Skansen w Olsztynku. Byliśmy tu już wielokrotnie. W tamtym roku na festiwalu Wschód Piękna. Zawsze, kiedy jestem w tym miejscu, ogarnia mnie wzruszenie. Cisza, spokój, zapach wilgoci i drewna, trzeszczące podłogi, zazdrostki w oknach lub falujące na wietrze zasłonki, pianie koguta. Zatem zapraszam na małą wycieczkę. Uwierzcie, przez lata zmieniło się tu niewiele.
Spotkałem cztery osoby. Do tego kręciło się trzech pracowników. No jak żyć bez ludzi, no jak?
Słomkarstwo. Podobno ze słomy można zrobić wszystko. Dawniej był to, obok drewna i kamienia, podstawowy budulec. W innej izbie wisiały też słomiane żyrandole, bombki i świeczniki.

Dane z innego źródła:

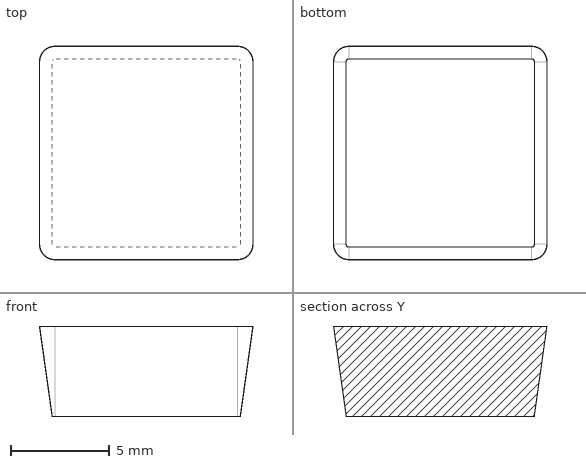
import cadquery as cq
import math

top_side = 10.89
thickness = 4.6
corner_radius = 0.8
clearance_angle = 8.0

flank_inset = thickness * math.tan(math.radians(clearance_angle))
bottom_side = top_side - 2 * flank_inset
bottom_corner_radius = corner_radius - flank_inset


def rounded_square(side, radius):
    return cq.Sketch().rect(side, side).vertices().fillet(radius)


result = (
    cq.Workplane("XY")
    .placeSketch(
        rounded_square(bottom_side, bottom_corner_radius),
        rounded_square(top_side, corner_radius).moved(cq.Location(cq.Vector(0, 0, thickness))),
    )
    .loft(ruled=True)
)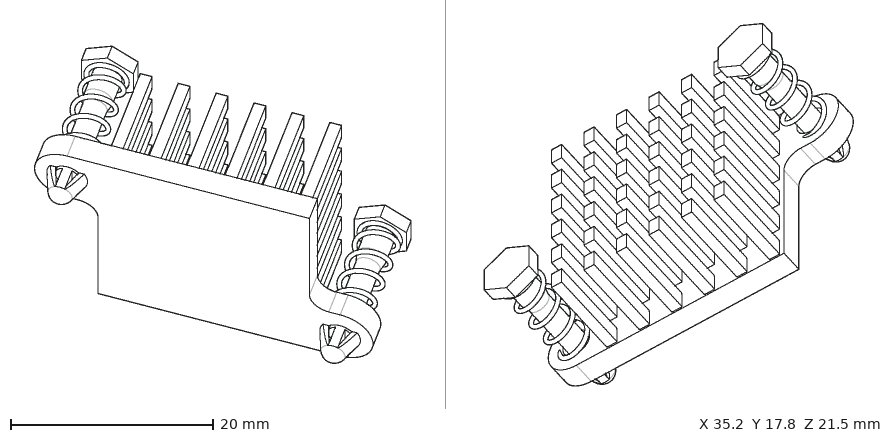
import cadquery as cq
import math


SINK_LENGTH = 35.2
SINK_HEIGHT = 21.5
BODY_WIDTH = 22.0
LOBE_RADIUS = 3.4
INNER_FILLET = 2.0
BASE_BACK = -11.97
BASE_FRONT = -14.55
HOLE_DIAMETER = 3.25
LOBE_X = SINK_LENGTH / 2 - LOBE_RADIUS
LOBE_Z = SINK_HEIGHT / 2 - LOBE_RADIUS

FIN_COLUMNS = 6
FIN_ROWS = 6
FIN_PITCH_X = 3.95
FIN_PITCH_Z = 3.8
FIN_WIDTH = 1.23
FIN_HEIGHT = 2.05
FIN_TIP = -2.45

HEAD_FLATS = 5.42
HEAD_CORNERS = 6.1
HEAD_SIDE = 3.05
HEAD_BOTTOM = -1.55
COLLAR_RADIUS = 1.5
COLLAR_END = -4.47
SHANK_RADIUS = 1.25
SHANK_START = -5.53
DOME_START = -16.9
TIP = -17.75
DOME_HEIGHT = DOME_START - TIP

BARB_RADIUS = 2.1
BARB_HEIGHT = 2.3
CORE_THICKNESS = 1.0
SLOT_WIDTH = 2.4
SLOT_DEPTH = 2.0

SPRING_DIAMETER = 4.6
WIRE_DIAMETER = 0.5
PITCH = 2.5
SPRING_LENGTH = HEAD_BOTTOM - BASE_BACK
COIL_RADIUS = (SPRING_DIAMETER - WIRE_DIAMETER) / 2
CLOSED_TURNS = 1.0
BEND_TURNS = 0.2
LEFT_SPRING_ANGLE = -90.0
RIGHT_SPRING_ANGLE = -18.0
POINTS_PER_TURN = 16

STATIONS = [
    (-LOBE_X, LOBE_Z, LEFT_SPRING_ANGLE),
    (LOBE_X, -LOBE_Z, RIGHT_SPRING_ANGLE),
]


def facing_front(y):
    """Workplane at height y whose extrusions run towards -Y, with local axes X and Z."""
    return cq.Workplane("XZ", origin=(0, y, 0))


def base_outline():
    """Plate with a round lobe at the upper left and another at the lower right."""
    half_height = SINK_HEIGHT / 2
    half_body = BODY_WIDTH / 2
    lobe_inner_z = half_height - 2 * LOBE_RADIUS
    diagonal = INNER_FILLET * (1 - math.sqrt(0.5))
    outline = facing_front(BASE_BACK).moveTo(half_body, half_height)
    for side in (1, -1):
        outline = (
            outline.lineTo(-side * LOBE_X, side * half_height)
            .threePointArc(
                (-side * SINK_LENGTH / 2, side * LOBE_Z),
                (-side * LOBE_X, side * lobe_inner_z),
            )
            .lineTo(-side * (half_body + INNER_FILLET), side * lobe_inner_z)
            .threePointArc(
                (-side * (half_body + diagonal), side * (lobe_inner_z - diagonal)),
                (-side * half_body, side * (lobe_inner_z - INNER_FILLET)),
            )
            .lineTo(-side * half_body, -side * half_height)
        )
    return outline.close()


def make_heat_sink():
    base = base_outline().extrude(BASE_BACK - BASE_FRONT)
    fins = (
        facing_front(FIN_TIP)
        .rarray(FIN_PITCH_X, FIN_PITCH_Z, FIN_COLUMNS, FIN_ROWS)
        .rect(FIN_WIDTH, FIN_HEIGHT)
        .extrude(FIN_TIP - BASE_BACK)
    )
    holes = (
        facing_front(BASE_BACK)
        .pushPoints([(x, z) for x, z, _ in STATIONS])
        .circle(HOLE_DIAMETER / 2)
        .extrude(BASE_BACK - BASE_FRONT)
    )
    return base.union(fins).cut(holes)


def make_head():
    return (
        facing_front(0)
        .polyline([
            (0, HEAD_CORNERS / 2),
            (HEAD_FLATS / 2, HEAD_SIDE / 2),
            (HEAD_FLATS / 2, -HEAD_SIDE / 2),
            (0, -HEAD_CORNERS / 2),
            (-HEAD_FLATS / 2, -HEAD_SIDE / 2),
            (-HEAD_FLATS / 2, HEAD_SIDE / 2),
        ])
        .close()
        .extrude(-HEAD_BOTTOM)
    )


def make_shank():
    """Collar, taper and shank down to the front face of the heat sink."""
    profile = (
        cq.Workplane("XY")
        .moveTo(0, HEAD_BOTTOM)
        .lineTo(COLLAR_RADIUS, HEAD_BOTTOM)
        .lineTo(COLLAR_RADIUS, COLLAR_END)
        .lineTo(SHANK_RADIUS, SHANK_START)
        .lineTo(SHANK_RADIUS, BASE_FRONT)
        .lineTo(0, BASE_FRONT)
        .close()
    )
    return profile.revolve(360, (0, 0, 0), (0, 1, 0))


def make_core():
    """Flat-sided strip of the shank between the barbs."""
    length = BASE_FRONT - DOME_START
    rod = facing_front(BASE_FRONT).circle(SHANK_RADIUS).extrude(length)
    strip = facing_front(BASE_FRONT).rect(CORE_THICKNESS, 2 * SHANK_RADIUS).extrude(length)
    return rod.intersect(strip)


def make_barbs():
    """Cone trimmed to a slab, with a V-shaped slot open at the heat sink."""
    length = BASE_FRONT - DOME_START
    cone = (
        cq.Workplane("XY")
        .moveTo(0, BASE_FRONT)
        .lineTo(BARB_RADIUS, BASE_FRONT)
        .lineTo(SHANK_RADIUS, DOME_START)
        .lineTo(0, DOME_START)
        .close()
        .revolve(360, (0, 0, 0), (0, 1, 0))
    )
    slab = facing_front(BASE_FRONT).rect(2 * BARB_RADIUS, BARB_HEIGHT).extrude(length)
    slot = (
        cq.Workplane("XY")
        .polyline([
            (-SLOT_WIDTH / 2, BASE_FRONT),
            (SLOT_WIDTH / 2, BASE_FRONT),
            (CORE_THICKNESS / 2, BASE_FRONT - SLOT_DEPTH),
            (-CORE_THICKNESS / 2, BASE_FRONT - SLOT_DEPTH),
        ])
        .close()
        .extrude(BARB_HEIGHT, both=True)
    )
    return cone.intersect(slab).cut(slot)


def make_dome():
    sphere_radius = (SHANK_RADIUS**2 + DOME_HEIGHT**2) / (2 * DOME_HEIGHT)
    half_angle = math.asin(SHANK_RADIUS / sphere_radius) / 2
    profile = (
        cq.Workplane("XY")
        .moveTo(0, DOME_START)
        .lineTo(SHANK_RADIUS, DOME_START)
        .threePointArc(
            (
                sphere_radius * math.sin(half_angle),
                TIP + sphere_radius * (1 - math.cos(half_angle)),
            ),
            (0, TIP),
        )
        .close()
    )
    return profile.revolve(360, (0, 0, 0), (0, 1, 0))


def make_push_pin(x, z):
    pin = make_head().union(make_shank()).union(make_core())
    pin = pin.union(make_barbs()).union(make_dome())
    return pin.translate((x, 0, z))


def coil_drop(turns):
    """Distance below the head: a closed coil that bends smoothly into the open pitch."""
    past_bend = turns - CLOSED_TURNS
    extra = max(0.0, past_bend)
    if abs(past_bend) < BEND_TURNS:
        extra = (past_bend + BEND_TURNS) ** 2 / (4 * BEND_TURNS)
    return WIRE_DIAMETER * turns + (PITCH - WIRE_DIAMETER) * extra


def make_spring(x, z, start_angle):
    """Coil spring ground flat against the head and against the heat sink."""
    total_turns = CLOSED_TURNS + (SPRING_LENGTH + WIRE_DIAMETER) / PITCH

    def coil_point(fraction):
        turns = fraction * total_turns
        angle = math.radians(start_angle + 360 * turns)
        return (
            COIL_RADIUS * math.cos(angle),
            HEAD_BOTTOM - coil_drop(turns),
            COIL_RADIUS * math.sin(angle),
        )

    segments = round(POINTS_PER_TURN * total_turns)
    points = [cq.Vector(*coil_point(i / segments)) for i in range(segments + 1)]
    path = cq.Edge.makeSpline(points)
    wire = (
        cq.Workplane(cq.Plane(origin=points[0], normal=path.tangentAt(0)))
        .circle(WIRE_DIAMETER / 2)
        .sweep(cq.Workplane(path), isFrenet=True)
    )
    head_to_sink = facing_front(HEAD_BOTTOM).circle(SPRING_DIAMETER).extrude(SPRING_LENGTH)
    return wire.intersect(head_to_sink).translate((x, 0, z))


heat_sink = make_heat_sink()
push_pins = [make_push_pin(x, z) for x, z, _ in STATIONS]
springs = [make_spring(x, z, angle) for x, z, angle in STATIONS]

result = cq.Compound.makeCompound([
    heat_sink.val(),
    *[pin.val() for pin in push_pins],
    *[spring.val() for spring in springs],
])

Olsztynek to Mazury, ale akcenty warmińskie też się znajdą. Muzeum Budownictwa Ludowego należy
do jednych z najstarszych w Polsce.
Jego początki sięgają 1909 roku, kiedy to władze
Królewca podjęły decyzję o stworzeniu muzeum na wolnym
powietrzu. Pod zabudowę obiektu przeznaczono pobrzeża wąwozu z
kanałem między stawami na skraju ogrodu zoologicznego w
Królewcu. Miejsce okazało się za małe i już kilka lat później podjęto
decyzję o przeniesieniu ekspozycji do Olsztynka. Przenosiny trwały w
latach 1938–1942, a po II wojnie światowej zaczęto uzupełniać kolekcję o
nowe obiekty architektury wiejskiej. 1 września 1961 utworzono Park
Etnograficzny, funkcjonujący jako Oddział Muzeum Mazurskiego w
Olsztynie. Obecnie skansen w Olsztynku zajmuje około 100 ha, znajduje
się tu 68
obiektów architektonicznych oraz
ekspozycje rzadkich gatunków zwierząt gospodarskich polskiego
pochodzenia. Obiekty budownictwa ludowego pochodzą z Warmii,
Mazur, Powiśla, Barcji, Sambii i Małej Litwy zwanej
także Pruską Litwą.
Naonczas spostrzegli trzydzieści lub czterdzieści
wiatraków na tym polu. Ujrzawszy je, Don Kichote powiedział do giermka: – Fortuna sprzyja naszym
zamiarom bardziej, niżbyśmy pragnąć mogli. Oto patrz tam, przyjacielu Sanczo
Pansa, gdzie ukazuje się trzydzieści lub i więcej potwornych olbrzymów, z
którymi zamyślam stoczyć walkę i wszystkich życia pozbawić; łup po nich
będzie początkiem naszego wzbogacenia się, jest to bowiem słuszna wojna
i doniosła służba boża znieść tak podłe nasienie z oblicza ziemi. – Jakie olbrzymy ? – zapytał
Sanczo Pansa. – Te, które tam widzisz –
odpowiedział pan jego – o długich ramionach; niektórzy zdają się mieć je
długie na dwie mile. – Zważcie, jegomość – odparł
Sanczo Pansa – że to co tam się ukazuje to nie żadne olbrzymy ino wiatraki, a
to co się wydaje ramionami to skrzydła, które obracane wiatrem poruszają
kamień młyński. – Zaraz widać – odrzekł
Don Kichote – że nie jesteś tego rodzaju przygód zwyczajny; to są olbrzymy.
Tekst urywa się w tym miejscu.